Yes, that means we are all going to be dead — someday.

So take care of the things you can take care of now, before you die.

My Recent Experience

I say this from the experience that we went through this summer. My brother-in-law died unexpectedly on June 1st. Although I loved him dearly and he was also my friend, he left us quite a mess.

No will – which meant that everything has to go through the courts to do much of anything.

Solution have a damn Will updated and in place in case you die unexpectedly, with instructions in there on who gets what, what you want to have happen to your body and how your estate will be disposed of.

Too damn much stuff – We have made more than 30 trips to the transfer station with more to go, many to Goodwill and having friends help us remove “stuff” from his house and camp. This caused many, many hours of extra work and significant expense on our part.

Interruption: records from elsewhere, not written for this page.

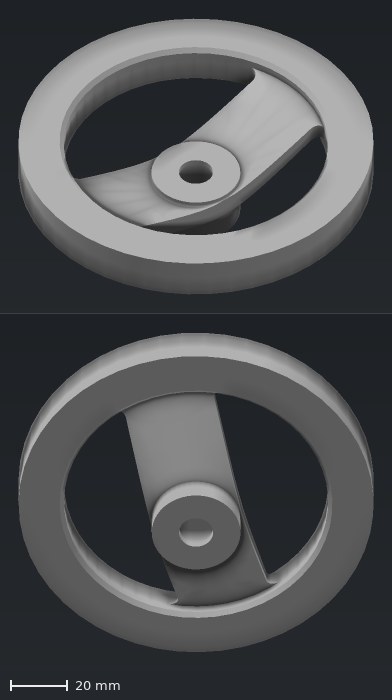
import cadquery as cq

rim_radius = 62.5
rim_inner_radius = 46.5
rim_thickness = 15.0
rim_chamfer = 1.5

hub_radius = 15.6
bore_diameter = 12.0
hub_top = 18.0
rim_bottom = hub_top
total_height = rim_bottom + rim_thickness

spoke_half_width = 16.0
web_lower_slope = 0.46
web_upper_slope = 0.41
web_lower_start = 8.9
web_upper_start = 15.9
hub_fillet = 0.8
web_overlap = 0.6
corner_margin = 0.1
window_fillet = 3.0


def revolved(points):
    """Revolve an (R, Z) outline about the Z axis."""
    return cq.Workplane("XZ").polyline(points).close().revolve(360, (0, 0), (0, 1))


def make_rim():
    """Ring with both inner edges chamfered."""
    return revolved([
        (rim_inner_radius, rim_bottom + rim_chamfer),
        (rim_inner_radius + rim_chamfer, rim_bottom),
        (rim_radius, rim_bottom),
        (rim_radius, total_height),
        (rim_inner_radius + rim_chamfer, total_height),
        (rim_inner_radius, total_height - rim_chamfer),
    ])


def make_web():
    """Hub and conical web reaching slightly into the rim."""
    web_radius = rim_inner_radius + web_overlap
    lower_end = web_lower_start + web_lower_slope * (web_radius - hub_radius)
    upper_end = web_upper_start + web_upper_slope * (web_radius - hub_radius)
    web = revolved([
        (0, 0),
        (hub_radius, 0),
        (hub_radius, web_lower_start),
        (web_radius, lower_end),
        (web_radius, upper_end),
        (hub_radius, web_upper_start),
        (hub_radius, hub_top),
        (0, hub_top),
    ])
    upper_corner = cq.selectors.BoxSelector(
        (-rim_radius, -rim_radius, web_upper_start - corner_margin),
        (rim_radius, rim_radius, web_upper_start + corner_margin),
    )
    return web.edges("%CIRCLE").edges(upper_corner).fillet(hub_fillet)


def make_window(side):
    """Opening between the spokes and the rim; side is +1 or -1 along X."""
    width = rim_radius - spoke_half_width
    block = (
        cq.Workplane("XY")
        .center(side * (spoke_half_width + width / 2), 0)
        .rect(width, 2 * rim_radius)
        .extrude(total_height)
    )
    disc = cq.Workplane("XY").circle(rim_inner_radius).extrude(total_height)
    return disc.intersect(block).edges("|Z").fillet(window_fillet)


web = make_web()
for side in (-1, 1):
    web = web.cut(make_window(side))

bore = cq.Workplane("XY").circle(bore_diameter / 2).extrude(total_height)

result = make_rim().union(web).cut(bore)

Solution – As we get older start getting rid of shit you don’t need, no longer use, is just taking up space or whatever to hell other excuse you have to keep too much stuff that the people who have to dispose of all that “stuff” have to deal with.

Home Repairs – His house was not up to code in several respects, which made selling the property difficult and expensive to repair for us, to get it to where we could sell it.

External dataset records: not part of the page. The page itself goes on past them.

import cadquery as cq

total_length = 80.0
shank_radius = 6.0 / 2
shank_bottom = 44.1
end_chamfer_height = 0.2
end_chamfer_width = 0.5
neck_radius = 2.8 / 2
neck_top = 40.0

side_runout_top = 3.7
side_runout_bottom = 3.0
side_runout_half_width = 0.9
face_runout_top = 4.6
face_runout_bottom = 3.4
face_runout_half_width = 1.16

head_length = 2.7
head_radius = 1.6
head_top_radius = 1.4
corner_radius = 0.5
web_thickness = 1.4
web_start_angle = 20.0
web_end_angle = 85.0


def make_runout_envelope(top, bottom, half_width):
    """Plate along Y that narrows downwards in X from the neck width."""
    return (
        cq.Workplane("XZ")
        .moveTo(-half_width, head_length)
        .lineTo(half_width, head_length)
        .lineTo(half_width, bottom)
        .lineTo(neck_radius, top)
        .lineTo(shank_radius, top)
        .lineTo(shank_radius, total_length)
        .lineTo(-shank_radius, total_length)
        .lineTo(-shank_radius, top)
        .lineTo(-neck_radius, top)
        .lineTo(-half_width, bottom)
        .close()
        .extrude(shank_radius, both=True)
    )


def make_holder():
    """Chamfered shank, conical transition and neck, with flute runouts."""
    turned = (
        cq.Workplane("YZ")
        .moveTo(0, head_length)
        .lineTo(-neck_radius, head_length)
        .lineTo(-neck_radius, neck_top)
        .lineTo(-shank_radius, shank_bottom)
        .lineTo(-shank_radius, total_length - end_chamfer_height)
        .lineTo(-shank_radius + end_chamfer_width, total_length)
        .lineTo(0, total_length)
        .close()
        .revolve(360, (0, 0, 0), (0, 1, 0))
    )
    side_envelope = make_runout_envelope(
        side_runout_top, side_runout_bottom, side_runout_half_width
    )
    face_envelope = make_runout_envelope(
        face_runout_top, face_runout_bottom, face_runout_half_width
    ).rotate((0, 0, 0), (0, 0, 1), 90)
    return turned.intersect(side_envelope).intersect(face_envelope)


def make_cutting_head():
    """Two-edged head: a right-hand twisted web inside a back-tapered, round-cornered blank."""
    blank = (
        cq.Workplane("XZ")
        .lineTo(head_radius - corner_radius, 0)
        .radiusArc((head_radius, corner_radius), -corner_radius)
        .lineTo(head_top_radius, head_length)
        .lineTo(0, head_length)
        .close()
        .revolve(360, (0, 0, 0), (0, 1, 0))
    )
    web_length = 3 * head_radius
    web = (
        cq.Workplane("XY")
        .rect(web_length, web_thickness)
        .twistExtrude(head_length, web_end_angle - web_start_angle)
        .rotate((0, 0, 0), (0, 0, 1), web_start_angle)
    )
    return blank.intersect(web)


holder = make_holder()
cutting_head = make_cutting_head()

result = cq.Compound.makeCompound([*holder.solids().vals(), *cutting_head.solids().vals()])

Solution – Get your home up to code and repair what needs to be repaired. Yes, I know that keeping up a home is difficult especially as you get older and the income levels drop to the point where too many choices have to be made. At some point there comes a time when difficult choices do need to be made and perhaps assistance is needed from family or friends to get things done. Let go of the stiff necked pride, because after you are dead all of those things are going to cost the people who have to take care of your estate.

Common Sense

I am not saying that you need to embrace minimalism, but remember all that great stuff you have collected over the course of your life and have coming out of the closets, stored in the basement or attic, in the garage or heaven forbid in a storage facility, someone is going to have to throw most of that shit out or give it way, because most of it ain’t worth shit in today’s world of disposable everything and no time for anything.


Don’t say well they can sell everything and get money for it. That is mostly bullshit and not reality.

You know the old idea of: have a yard sale, sell it on eBay, Uncle Henry’s or someplace else. The people responsible for settling your estate might have some luck with selling your stuff, but that is not their full time job in life after you are dead. Who in the hell wants to take the time to sell all of mom, dad, brother, sister, aunt, uncle or worse a child’s possessions, when they are in the midst of grieving about you or their loved one being gone.

No one.

Especially, when most of the stuff ain’t worth nearly as much as you imagined or that anyone near where you live actually wants your old shit. If the people who are responsible for getting rid of your stuff, live away from where you live, do you expect them to drive 2-3 hour (or more) on a weekly basis to keep working on cleaning up your messes, getting rid of your old stuff and fixing all the stuff you should have done when you were alive, in addition to attempting to live their own lives.

The only thing on their mind during that time is get rid of the shit as fast as possible, so they can get back to living their life and not having to grieve over something that brings back another fantastic or horrible memory of you.

If you are close to or have retired, but it is common sense for many others as well – think about it.

It is Only Stuff

All those clothes that you used to wear to work, the suits, uniforms when you die, your heirs are going to get rid of them, what do you really need to keep living the life style you want? Clean out the closets, you no longer need 50 ties, 20 suits, 30 shirts and 25 pair of shoes. Keep what you need or really love to wear, give what you don’t to others in the family who can use them or some charity that will get them to people who need them.


That great collection of old computers, porn magazines from the 70’s & 80’s, baseball cards, comic books, the boat, camper, vehicles that don’t run, guns, hunting gear, books, shot glasses, spoons, running shoes, all those projects that you were going to start/finish and have the materials for (but you know that you will never actually get), the old games, pieces of furniture you no longer like/use and all the other shit that you are hanging on to for no reason other than to hang on to it.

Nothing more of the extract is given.